New Tweet: The FCC says I'm not a real journalist. Sup wit dat? - The UpStream

New Tweet: The FCC says I'm not a real journalist. Sup wit dat?

posted Sunday Aug 2, 2009 by Russell Isabelle

New Tweet: The FCC says I'm not a real journalist. Sup wit dat?

When reading on the FTC's notion that online bloggers cannot be considered journalists, I start to think of a few things. The FTC believes that because a blogger is sent free consoles/video games to keep for trying out the games for review, it somewhat means that it will automatically breech one's integrity. Yet if you look into music magazines, the companies are given free CDs to review for the magazine. Do we deny magazine reviewers the badge of journalism? Or how about when a movie critic gets free screenings and posters to all just for reviewing a movie? Are we going to cast doubt on his integrity as a journalist?

Considering that the world of journalism has found the Internet to be its new form of spreading its message, with newspapers and magazines folding, I don't see why anyone using the Internet in journalism would be denied the right to have their work considered as journalism. Yes, some companies can be bought, as Jeff Gerstmann can surely attest for that after the GameSpot/Kane & Lynch fiasco, but a few bad apples do not spoil the whole batch. There are still plenty of earnest and hard-working bloggers out there who give their insight with the least bias and most understanding. To deny them the right to be called journalists because they print their opinions through HTML rather than on paper is ridiculous.

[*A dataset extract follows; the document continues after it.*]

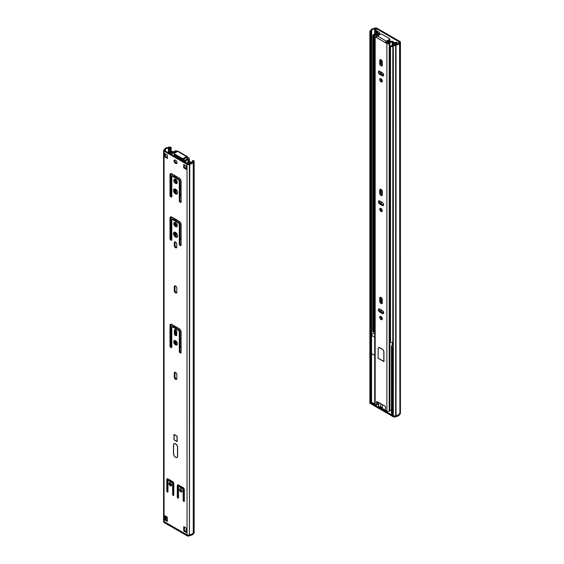 <?xml version="1.0" encoding="UTF-8"?>
<svg xmlns="http://www.w3.org/2000/svg" width="564" height="564" viewBox="0 0 564 564"><rect width="100%" height="100%" fill="white"/><g stroke="black" fill="none" stroke-linecap="round" stroke-linejoin="round"><path stroke-width="0.85" d="M371.486 33.988L371.486 37.266L370.788 37.675L370.788 34.298L371.577 33.939L371.577 31.915L371.049 31.069A0.663 0.381 0 0 0 371.049 31.612M371.486 37.266L370.788 37.675M376.689 32.952L376.689 30.886L379.614 32.571L379.614 33.925M377.394 31.288L377.394 32.79M395.879 43.308L395.879 41.962L398.367 43.4M396.577 42.363L396.577 43.745M399.241 42.413A0.663 0.381 0 0 0 399.241 41.877L398.607 42.779A3.144 1.812 0 0 1 395.604 44.514L394.969 44.88A0.663 0.381 0 0 1 394.032 44.88L392.805 44.979L392.889 50.337M371.577 37.316L371.577 402.351L370.344 402.449A1.657 0.952 180 0 1 369.864 401.779L369.864 31.337A1.657 0.952 0 0 0 370.344 32.014L370.872 32.317L370.872 34.348M370.872 37.725L370.872 402.752M371.683 334.586L371.683 30.703L371.049 31.069M399.241 41.877L376.251 28.602A0.663 0.381 0 0 0 375.314 28.602L374.686 28.968L374.686 34.164M374.052 330.856A1.318 0.761 180 0 1 374.63 330.617L374.686 332.894A2.482 1.431 180 0 0 374.292 333.077L371.577 334.642M374.686 28.968A3.144 1.812 0 0 0 371.683 30.703M392.805 44.979L393.334 45.289A1.657 0.952 0 0 0 395.674 45.289L396.048 45.064A4.138 2.39 0 0 0 399.559 43.04L399.939 42.822A1.657 0.952 0 0 0 400.426 42.145A1.657 0.952 0 0 0 399.939 41.468L376.956 28.2A1.657 0.952 0 0 0 374.616 28.2L374.235 28.419A4.138 2.39 0 0 0 370.724 30.449L370.344 30.667A1.657 0.952 0 0 0 369.864 31.337M400.426 42.145L400.426 412.58A1.657 0.952 180 0 1 399.939 413.257L399.559 413.475A4.138 2.39 180 0 1 396.048 415.506L395.674 415.724A1.657 0.952 180 0 1 393.334 415.724L392.805 415.421L392.805 50.386M399.559 43.04L399.883 414.307L399.502 414.526A4.138 2.39 180 0 1 395.991 416.549L395.611 416.768A1.657 0.952 180 0 1 393.27 416.768L370.287 403.5A1.657 0.952 180 0 1 369.801 402.823L369.801 401.808A1.657 0.952 180 0 1 369.864 401.561M396.048 45.064L396.048 415.506M370.872 32.317L371.577 31.915M382.307 211.049L382.307 210.414M383.654 75.09A4.138 2.39 60 0 1 382.547 72.946M382.307 65.339L382.307 61.666M383.654 312.823A4.138 2.39 60 0 1 382.547 310.672M382.307 303.072L382.307 299.392M373.269 36.336L374.052 35.983A1.318 0.761 0 0 1 373.777 35.518A1.318 0.761 0 0 1 374.63 34.806A5.125 2.961 180 0 0 377.351 33.431L377.922 33.755L377.351 33.431L374.63 34.806A1.318 0.761 0 0 0 373.777 35.518A1.318 0.761 0 0 0 374.052 35.983L374.052 331.794L373.269 332.147A2.312 1.332 180 0 1 372.783 331.329L372.783 35.518A2.312 1.332 0 0 0 373.269 36.336L373.269 332.147M379.642 34.749L379.163 34.474L379.642 34.749M393.869 44.789L395.561 43.943L392.248 42.025L395.561 43.943A5.125 2.961 180 0 0 393.869 44.789M389.935 41.842A1.156 0.67 180 0 1 389.252 41.708A1.156 0.67 180 0 0 389.935 41.842M392.248 43.04L393.658 43.851A6.366 3.68 0 0 0 392.015 45.261L391.134 45.846A1.318 0.761 0 0 0 392.805 45.825A1.318 0.761 0 0 1 391.134 45.846L390.521 46.297A2.312 1.332 0 0 0 392.805 46.488M380.347 34.348L377.894 32.931A0.825 0.479 0 0 0 376.562 33.064A4.138 2.39 180 0 1 374.284 34.27A2.312 1.332 0 0 0 372.783 35.518M395.857 44.507A4.138 2.39 180 0 1 396.196 44.401A0.825 0.479 0 0 0 396.429 43.632L392.777 41.524A1.657 0.952 0 0 0 391.902 41.257M391.691 41.242A1.657 0.952 0 0 0 391.571 41.242L389.858 41.25M390.521 46.297L390.521 342.108A2.312 1.332 180 0 0 392.805 342.292M389.019 42.448A2.397 1.382 0 0 1 388.251 42.152L387.708 41.835L389.907 41.327L389.315 40.446M389.033 41.835L388.441 40.953M374.158 36.061L374.158 42.815L374.052 35.983L374.87 35.652M374.686 42.511L374.158 42.815M389.83 39.008A0.825 0.479 180 0 0 389.59 38.669L381.807 34.178A0.825 0.479 180 0 0 380.637 34.178L377.422 36.033A1.241 0.719 120 0 0 376.548 37.555L385.494 42.723L386.368 42.215L388.328 43.005A2.898 1.671 0 0 0 388.808 42.645A5.379 3.102 180 0 1 391.874 41.207L392.248 41.891A4.138 2.39 0 0 0 389.886 42.998A4.138 2.39 180 0 1 389.209 43.513A1.657 0.952 180 0 1 386.869 43.513L385.494 42.723A1.241 0.719 -60 0 1 386.368 41.2L389.59 39.346L389.59 40.291A0.825 0.479 0 0 0 389.83 39.952L389.83 39.008A0.825 0.479 180 0 1 389.59 39.346M389.59 40.291L386.368 42.215M376.548 37.555L375.173 36.759A1.657 0.952 180 0 1 374.686 36.082A1.657 0.952 180 0 1 375.173 35.412A4.138 2.39 180 0 1 376.061 35.017A4.138 2.39 -0 0 0 377.979 33.657L379.163 33.868A5.379 3.102 180 0 1 376.674 35.645A2.898 1.671 -0 0 0 376.047 35.913L376.801 36.688M377.45 401.758L377.45 404.12L376.576 404.628A0.825 0.479 60 0 1 375.991 404.966L375.173 404.494A1.657 0.952 180 0 1 374.686 403.817L374.686 36.082M376.576 404.628L376.576 401.928L377.161 401.589A0.825 0.479 -120 0 0 376.576 401.928M377.161 401.589L384.881 406.045A0.825 0.479 -120 0 1 385.466 407.06L385.466 409.76A0.825 0.479 60 0 0 386.051 410.775L386.869 411.248L386.869 43.513M379.706 74.328A1.861 1.072 60 0 1 378.486 72.685A1.861 1.072 60 0 1 378.775 71.198A1.861 1.072 60 0 1 379.706 71.29L382.336 72.805A1.861 1.072 60 0 1 383.548 74.448A1.861 1.072 60 0 1 383.266 75.936A1.861 1.072 60 0 1 382.336 75.844L379.706 74.328L380.58 73.821L383.21 75.343A1.861 1.072 -120 0 0 383.598 75.498M381.017 81.843A1.861 1.072 60 0 1 379.805 80.201A1.861 1.072 60 0 1 380.087 78.706A1.861 1.072 60 0 1 381.948 79.785A1.861 1.072 60 0 1 381.948 81.935A1.861 1.072 60 0 1 381.017 81.843M382.336 65.043A1.861 1.072 60 0 1 381.948 65.889A1.861 1.072 60 0 1 380.517 65.396A1.861 1.072 60 0 1 379.706 63.52L379.706 60.482A1.861 1.072 60 0 1 380.087 59.629A1.861 1.072 60 0 1 381.525 60.129A1.861 1.072 60 0 1 382.336 62.005L382.336 65.043M382.336 194.707A1.861 1.072 60 0 1 381.948 195.56A1.861 1.072 60 0 1 380.517 195.066A1.861 1.072 60 0 1 379.706 193.191L379.706 190.153A1.861 1.072 60 0 1 380.087 189.3A1.861 1.072 60 0 1 381.525 189.8A1.861 1.072 60 0 1 382.336 191.668L382.336 194.707M381.017 211.507A1.861 1.072 60 0 1 379.805 209.871A1.861 1.072 60 0 1 380.087 208.377A1.861 1.072 60 0 1 381.948 209.456A1.861 1.072 60 0 1 381.948 211.599A1.861 1.072 60 0 1 381.017 211.507M379.706 203.999A1.861 1.072 60 0 1 378.486 202.356A1.861 1.072 60 0 1 378.775 200.869A1.861 1.072 60 0 1 379.706 200.96L382.336 202.476A1.861 1.072 60 0 1 383.548 204.119A1.861 1.072 60 0 1 383.266 205.606A1.861 1.072 60 0 1 382.336 205.515L379.706 203.999L380.58 203.491L383.21 205.007A1.861 1.072 -120 0 0 383.598 205.162M382.336 302.769A1.861 1.072 60 0 1 381.948 303.622A1.861 1.072 60 0 1 380.517 303.122A1.861 1.072 60 0 1 379.706 301.246L379.706 298.208A1.861 1.072 60 0 1 380.087 297.355A1.861 1.072 60 0 1 381.525 297.855A1.861 1.072 60 0 1 382.336 299.731L382.336 302.769M381.017 319.569A1.861 1.072 60 0 1 379.805 317.927A1.861 1.072 60 0 1 380.087 316.439A1.861 1.072 60 0 1 381.948 317.511A1.861 1.072 60 0 1 381.948 319.661A1.861 1.072 60 0 1 381.017 319.569M379.706 312.054A1.861 1.072 60 0 1 378.486 310.411A1.861 1.072 60 0 1 378.775 308.924A1.861 1.072 60 0 1 379.706 309.016L382.336 310.531A1.861 1.072 60 0 1 383.548 312.174A1.861 1.072 60 0 1 383.266 313.669A1.861 1.072 60 0 1 382.336 313.577L379.706 312.054L380.58 311.547L383.21 313.069A1.861 1.072 -120 0 0 383.598 313.224M378.099 348.778A2.482 1.431 60 0 1 378.606 347.643A2.482 1.431 60 0 1 379.847 347.762L382.188 349.116A2.482 1.431 60 0 1 383.943 352.155L383.943 361.609L378.099 358.232L378.218 348.707M379.163 33.868L379.163 35.031M377.45 403.07A5.379 3.102 0 0 0 378.465 402.428M392.248 41.891L392.248 44.951M392.248 342.376L392.248 345.161M391.437 409.831A4.138 2.39 0 0 0 389.886 410.733A4.138 2.39 180 0 1 389.209 411.248A1.657 0.952 180 0 1 386.869 411.248M376.407 405.008L377.281 404.501A0.825 0.479 -120 0 0 377.45 404.12M379.325 308.861A1.861 1.072 -120 0 0 380.58 311.547M380.637 316.376A1.861 1.072 -120 0 0 381.899 319.062A1.861 1.072 -120 0 0 382.279 319.217M380.637 297.291A1.861 1.072 -120 0 0 380.58 297.7L380.58 300.739A1.861 1.072 -120 0 0 382.279 303.178M379.325 200.805A1.861 1.072 -120 0 0 380.58 203.491M380.637 208.313A1.861 1.072 -120 0 0 381.899 211.006A1.861 1.072 -120 0 0 382.279 211.162M380.637 189.236A1.861 1.072 -120 0 0 380.58 189.645L380.58 192.684A1.861 1.072 -120 0 0 382.279 195.116M380.637 59.565A1.861 1.072 -120 0 0 380.58 59.974L380.58 63.013A1.861 1.072 -120 0 0 382.279 65.452M380.637 78.643A1.861 1.072 -120 0 0 381.899 81.336A1.861 1.072 -120 0 0 382.279 81.491M379.325 71.135A1.861 1.072 -120 0 0 380.58 73.821M378.099 358.232L378.211 348.848A2.319 1.339 60 0 1 378.691 347.784A2.319 1.339 60 0 1 379.847 347.896L382.188 349.25A2.319 1.339 60 0 1 383.83 352.084L383.83 361.404L378.211 358.168M380.637 406.771L380.637 403.598L380.637 406.771L382.392 407.786L380.637 406.771M382.392 404.614L382.392 407.786L382.392 404.614M398.36 414.843A4.138 2.39 180 0 1 395.991 415.534L395.611 415.76A1.657 0.952 180 0 1 393.27 415.76L370.287 402.484A1.657 0.952 180 0 1 369.801 401.808M399.939 42.822L399.939 413.257A1.657 0.952 180 0 1 399.883 413.292M371.577 402.217L374.729 404.036M392.805 347.614L392.163 347.241A2.482 1.431 180 0 1 391.437 346.226L391.437 364.464A2.482 1.431 0 0 0 392.163 365.472L392.805 365.846L392.163 365.472A2.482 1.431 180 0 1 391.437 364.464L391.437 413.088A2.482 1.431 0 0 0 392.163 414.103L392.805 414.469M378.465 402.344L378.465 405.995A0.825 0.479 0 0 0 378.712 406.334L385.635 410.331M395.991 415.534L395.991 416.549M399.502 413.659L399.502 414.526M400.369 412.834L400.369 413.631A1.657 0.952 180 0 1 399.883 414.307M374.686 355.383L371.577 353.593L374.686 355.383M392.248 342.426L392.805 342.75M392.805 344.844L392.163 345.217A2.482 1.431 180 0 0 391.437 346.226M374.686 337.152L371.577 335.354M180.304 488.671A1.861 1.072 -120 0 0 181.516 491.477A1.861 1.072 -120 0 0 182.031 491.653M180.818 491.886A1.861 1.072 60 0 1 179.599 490.243A1.861 1.072 60 0 1 179.888 488.755A1.861 1.072 60 0 1 181.749 489.827A1.861 1.072 60 0 1 181.749 491.977A1.861 1.072 60 0 1 180.818 491.886M173.797 495.093A0.825 0.479 60 0 1 172.626 494.416L172.626 483.609A0.825 0.479 -120 0 0 172.041 482.601L168.53 480.57A0.825 0.479 -120 0 0 167.952 480.909L167.952 491.716A0.825 0.479 60 0 1 166.782 491.04L166.782 479.562A1.657 0.952 60 0 1 167.12 478.801A1.657 0.952 60 0 1 167.952 478.885L172.626 481.585A1.657 0.952 60 0 1 173.797 483.609L173.797 495.093M168.121 480.528L168.819 480.126A0.825 0.479 60 0 1 169.235 480.168L172.746 482.192A0.825 0.479 60 0 1 173.331 483.207L173.331 494.015A0.825 0.479 -120 0 0 173.797 494.945M167.55 478.737A1.657 0.952 -120 0 0 167.48 479.153L167.48 490.638A0.825 0.479 -120 0 0 167.952 491.568M178.647 486.612A0.825 0.479 -120 0 0 178.478 486.986L178.478 497.793A0.825 0.479 60 0 1 177.307 497.117L177.307 485.639A1.657 0.952 60 0 1 177.653 484.878A1.657 0.952 60 0 1 178.478 484.962L183.159 487.663A1.657 0.952 60 0 1 184.322 489.693L184.322 501.17A0.825 0.479 60 0 1 183.159 500.494L183.159 489.693A0.825 0.479 -120 0 0 182.574 488.678L179.063 486.647A0.825 0.479 -120 0 0 178.647 486.612L179.352 486.203A0.825 0.479 60 0 1 179.761 486.246L183.272 488.269A0.825 0.479 60 0 1 183.857 489.284L183.857 500.092A0.825 0.479 -120 0 0 184.322 501.022M178.076 484.814A1.657 0.952 -120 0 0 178.005 485.23L178.005 496.715A0.825 0.479 -120 0 0 178.478 497.645M169.778 482.594A1.861 1.072 -120 0 0 170.991 485.4A1.861 1.072 -120 0 0 171.498 485.576A2.975 1.72 -120 0 1 169.792 482.594M170.286 485.808A1.861 1.072 60 0 1 169.073 484.166A1.861 1.072 60 0 1 169.355 482.678A1.861 1.072 60 0 1 171.216 483.75A1.861 1.072 60 0 1 171.216 485.9A1.861 1.072 60 0 1 170.286 485.808M174.671 340.459A2.566 1.48 -120 0 0 176.257 344.484A2.566 1.48 -120 0 0 177.138 344.731M175.552 344.893A2.566 1.48 60 0 1 173.874 342.63A2.566 1.48 60 0 1 174.269 340.578A2.566 1.48 60 0 1 176.835 342.059A2.566 1.48 60 0 1 176.835 345.02A2.566 1.48 60 0 1 175.552 344.893M179.296 328.749A2.566 1.48 60 0 1 181.107 331.893L181.107 352.387A1.283 0.74 60 0 1 180.84 352.972A1.283 0.74 60 0 1 179.853 352.634A1.283 0.74 60 0 1 179.296 351.344L179.296 332.196A1.657 0.952 -120 0 0 178.125 330.173L172.979 327.198A1.657 0.952 -120 0 0 172.154 327.113A1.657 0.952 -120 0 0 171.808 327.874L171.808 347.022A1.283 0.74 60 0 1 171.541 347.607A1.283 0.74 60 0 1 170.554 347.262A1.283 0.74 60 0 1 169.997 345.972L169.997 325.477A2.566 1.48 60 0 1 170.525 324.3A2.566 1.48 60 0 1 171.808 324.427L179.296 328.749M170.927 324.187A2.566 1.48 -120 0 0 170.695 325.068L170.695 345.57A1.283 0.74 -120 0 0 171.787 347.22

And why is the blogging market the main target for the FTC when these practices have been going on through many other forms of journalism? Check magazines that rate products from their own companies and see if that's biased or not. How about you attack their integrity in journalism? If you're going to point the finger at one form, you may as well point at all. Online journalists aren't the only ones receiving gift baskets. And a gift basket is not the end-all be-all determining factor in whether the author will keep his integrity. That all lies on the individual's integrity, not the entire industry's.